Para Bigonha, a subordinação de assunto de grande interesse indígena, como a demarcação de terras, à pasta que cuida da Agricultura fere a Constituição. “A Constituição de 1988 deu um passo não integracionista do indígena ao separar o interesse agrícola da política indigenista. A medida provisória coloca as duas questões sob o mesmo guarda-chuva. É inconstitucional porque onde o constituinte distinguiu, o legislador não pode estabelecer uma igualdade”, afirma Bigonha.
Na nota, Bigonha escreveu que a perspectiva integracionista do índio (de integração dele à sociedade branca) “tornou-se incompatível” com a Constituição de 1988 quando ela estabeleceu o reconhecimento da organização social, costumes, línguas, crenças e tradições dos indígenas. Ao mesmo tempo, “reconheceu a legitimidade das próprias atividades produtivas indígenas, reservando-lhes o direito à preservação dos recursos ambientais necessários ao seu bem-estar”.
A nota técnica do MPF diz que a passagem de atribuições da Funai para o Ministério da Agricultura “operou a repristinação [restauração] da velha política integracionista do direito antigo e obrigado os índios e suas comunidades a um falso tratamento isonômico em relação aos demais atores da sociedade brasileira”.

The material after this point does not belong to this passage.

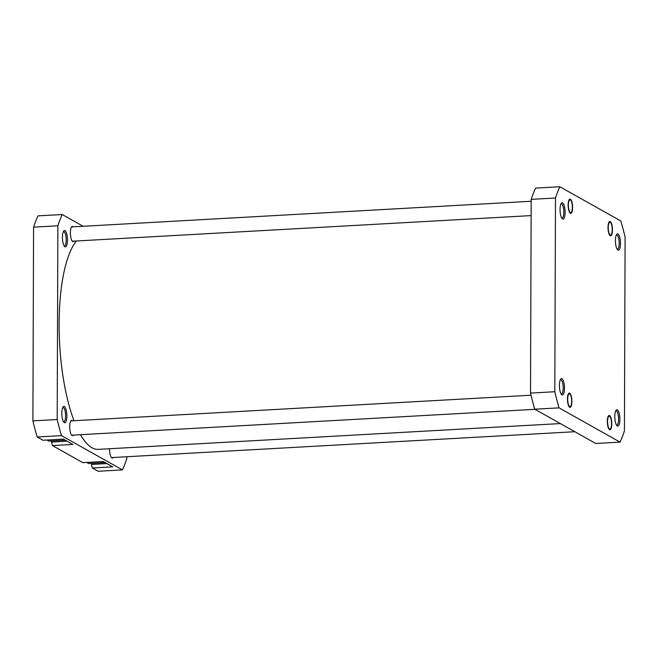 <?xml version="1.0" encoding="UTF-8"?>
<svg xmlns="http://www.w3.org/2000/svg" width="658" height="658" viewBox="0 0 658 658"><rect width="100%" height="100%" fill="white"/><g stroke="black" fill="none" stroke-linecap="round" stroke-linejoin="round"><path stroke-width="0.99" d="M610.098 416.81A6.44 1.966 86.8 0 0 609.843 416.498A6.44 1.966 86.8 0 0 607.605 420.265A6.44 1.966 86.8 0 0 609.004 428.44A6.44 1.966 86.8 0 0 610.517 428.679A6.44 1.966 86.8 0 0 611.529 422.938A6.44 1.966 86.8 0 0 610.098 416.81M565.107 212.353A8.176 2.492 -93.2 0 1 562.203 218.711A8.176 2.492 -93.2 0 1 560.04 209.507A8.176 2.492 -93.2 0 1 561.34 203.24A8.176 2.492 -93.2 0 1 565.107 212.353M561.735 218.094A7.156 2.18 86.8 0 0 561.998 218.127A7.156 2.18 86.8 0 0 563.816 212.23A7.156 2.18 86.8 0 0 561.2 203.84A7.156 2.18 86.8 0 0 560.945 203.906M572.575 207.484A7.156 2.18 -93.2 0 1 570.034 213.044A7.156 2.18 -93.2 0 1 568.142 205A7.156 2.18 -93.2 0 1 569.285 199.514A7.156 2.18 -93.2 0 1 572.575 207.484M612.442 229.889A7.156 2.18 -93.2 0 1 609.908 235.449A7.156 2.18 -93.2 0 1 608.017 227.397A7.156 2.18 -93.2 0 1 609.152 221.911A7.156 2.18 -93.2 0 1 612.442 229.889M620.478 243.468A8.176 2.492 -93.2 0 1 617.582 249.826A8.176 2.492 -93.2 0 1 615.419 240.622A8.176 2.492 -93.2 0 1 616.719 234.355A8.176 2.492 -93.2 0 1 620.478 243.468M617.114 249.209A7.156 2.18 86.8 0 0 617.377 249.242A7.156 2.18 86.8 0 0 619.194 243.345A7.156 2.18 86.8 0 0 616.579 234.955A7.156 2.18 86.8 0 0 616.316 235.021M619.869 419.352A8.176 2.492 -93.2 0 1 616.965 425.71A8.176 2.492 -93.2 0 1 614.802 416.514A8.176 2.492 -93.2 0 1 616.102 410.247A8.176 2.492 -93.2 0 1 619.869 419.352M616.497 425.093A7.156 2.18 86.8 0 0 616.76 425.134A7.156 2.18 86.8 0 0 618.578 419.228A7.156 2.18 86.8 0 0 615.962 410.839A7.156 2.18 86.8 0 0 615.707 410.913M611.767 423.867A7.156 2.18 -93.2 0 1 609.234 429.427A7.156 2.18 -93.2 0 1 607.334 421.375A7.156 2.18 -93.2 0 1 608.477 415.897A7.156 2.18 -93.2 0 1 611.767 423.867M571.892 401.462A7.156 2.18 -93.2 0 1 569.359 407.031A7.156 2.18 -93.2 0 1 567.467 398.978A7.156 2.18 -93.2 0 1 568.602 393.492A7.156 2.18 -93.2 0 1 571.892 401.462M564.49 388.245A8.176 2.492 -93.2 0 1 561.595 394.594A8.176 2.492 -93.2 0 1 559.423 385.399A8.176 2.492 -93.2 0 1 560.731 379.131A8.176 2.492 -93.2 0 1 564.49 388.245M561.118 393.978A7.156 2.18 86.8 0 0 561.389 394.019A7.156 2.18 86.8 0 0 563.199 388.121A7.156 2.18 86.8 0 0 560.591 379.732A7.156 2.18 86.8 0 0 560.328 379.798M559.843 186.74A149.481 45.599 86.8 0 0 555.484 198.009L554.809 391.74A149.481 45.599 86.8 0 0 559.07 407.853L620.066 442.127A149.481 45.599 86.8 0 0 624.426 430.858L625.1 237.119A149.481 45.599 86.8 0 0 620.839 221.006L559.843 186.74L535.546 188.098A149.481 45.599 86.8 0 0 531.187 199.366L530.513 393.097A149.481 45.599 86.8 0 0 534.773 409.21L595.77 443.484L620.066 442.127M530.513 393.097L554.809 391.74M555.484 198.009L531.187 199.366M559.07 407.853L534.773 409.21M67.494 240.137A8.176 2.492 -93.2 0 1 64.599 246.487A8.176 2.492 -93.2 0 1 62.428 237.291A8.176 2.492 -93.2 0 1 63.736 231.024A8.176 2.492 -93.2 0 1 67.494 240.137M64.122 245.87A7.156 2.18 86.8 0 0 64.385 245.911A7.156 2.18 86.8 0 0 66.203 240.014A7.156 2.18 86.8 0 0 63.596 231.624A7.156 2.18 86.8 0 0 63.333 231.69M66.877 416.021A8.176 2.492 -93.2 0 1 63.982 422.378A8.176 2.492 -93.2 0 1 61.819 413.175A8.176 2.492 -93.2 0 1 63.119 406.907A8.176 2.492 -93.2 0 1 66.877 416.021M63.513 421.762A7.156 2.18 86.8 0 0 63.777 421.794A7.156 2.18 86.8 0 0 65.594 415.897A7.156 2.18 86.8 0 0 62.979 407.508A7.156 2.18 86.8 0 0 62.716 407.573M73.984 241.116A7.666 2.336 -93.2 0 1 73.178 241.675A7.666 2.336 -93.2 0 1 70.373 232.685A7.666 2.336 -93.2 0 1 72.322 226.368A7.666 2.336 -93.2 0 1 73.186 226.829M113.176 457.499A7.666 2.336 -93.2 0 1 112.37 458.058A7.666 2.336 -93.2 0 1 109.565 449.069A7.666 2.336 -93.2 0 1 109.573 448.74M73.309 435.094A7.666 2.336 -93.2 0 1 72.495 435.654A7.666 2.336 -93.2 0 1 69.699 426.664A7.666 2.336 -93.2 0 1 71.64 420.347A7.666 2.336 -93.2 0 1 72.512 420.807M52.467 445.589L72.882 444.454L63.39 439.116L42.976 440.26L37.161 436.994A149.481 45.599 -93.2 0 1 32.9 420.881L33.574 227.142L57.871 225.784L57.197 419.524A149.481 45.599 -93.2 0 0 61.457 435.637L122.454 469.902L98.157 471.26L92.342 467.994L112.748 466.851L103.257 461.521L82.85 462.656L52.467 445.589L51.53 442.044L67.05 441.181M33.574 227.142A149.481 45.599 -93.2 0 1 37.934 215.873L62.23 214.516L83.155 226.278M92.342 467.994L91.404 464.449L106.925 463.577M91.404 463.322L91.404 464.449M51.538 440.918L51.53 442.044M57.871 225.784A149.481 45.599 -93.2 0 1 62.23 214.516M126.821 456.734L126.813 458.634A149.481 45.599 -93.2 0 1 122.454 469.902M57.197 419.524L32.9 420.881M61.457 435.637L37.161 436.994M65.232 440.153L48.914 441.066A11.754 3.586 -93.2 0 1 47.31 440.013M105.099 462.558L88.781 463.471A11.754 3.586 -93.2 0 1 87.185 462.418M570.223 394.405A6.44 1.966 86.8 0 0 569.968 394.093A6.44 1.966 86.8 0 0 567.731 397.868A6.44 1.966 86.8 0 0 569.137 406.035A6.44 1.966 86.8 0 0 570.65 406.274A6.44 1.966 86.8 0 0 571.662 400.533A6.44 1.966 86.8 0 0 570.223 394.405M74.009 420.725A107.32 32.735 -93.2 0 1 60.676 357.598A107.32 32.735 -93.2 0 1 76.46 240.984M560.336 423.571L98.322 449.365A107.32 32.735 -93.2 0 1 80.465 434.699M570.905 200.427A6.44 1.966 86.8 0 0 570.642 200.114A6.44 1.966 86.8 0 0 568.405 203.89A6.44 1.966 86.8 0 0 569.812 212.057A6.44 1.966 86.8 0 0 571.325 212.295A6.44 1.966 86.8 0 0 572.337 206.554A6.44 1.966 86.8 0 0 570.905 200.427M609.53 234.223A6.44 1.966 86.8 0 0 611.2 234.7A6.44 1.966 86.8 0 0 612.22 229.214A6.44 1.966 86.8 0 0 610.92 223.062A6.44 1.966 86.8 0 0 610.517 222.519A6.44 1.966 86.8 0 0 608.296 226.056A6.44 1.966 86.8 0 0 609.53 234.223M574.845 431.722L111.498 457.59M531.014 395.211L70.834 420.906M534.97 409.325L71.632 435.193M531.179 201.266L71.508 226.928M531.129 215.594L72.306 241.215"/></g></svg>

O paracer também critica a transferência da Funai ao Ministério da Mulher, Família e Direitos Humanos, comandado pela pastora evangélica Damares Alves. “A subordinação da Funai ao Ministério da Mulher, Família e Direitos Humanos infirma [enfraquece] a diversidade preconizada pelo Constituinte e faz letra morta a Norma Maior, pois parte do pressuposto de que os valores dessas comunidades compõem um mero subsistema da ordem social geral e não um sistema próprio, indígena, tal como previsto na Carta Política. Nesse sentido, como já afirmou o STF, quando voltada aos povos indígenas, a aplicação dos direitos humanos pressupõe o respeito à sua organização social, seus usos, costumes e tradições, garantindo-se sua diversidade cultural, a ser considerada, junto às suas histórias e anseios, pela educação pública”, diz a nota técnica.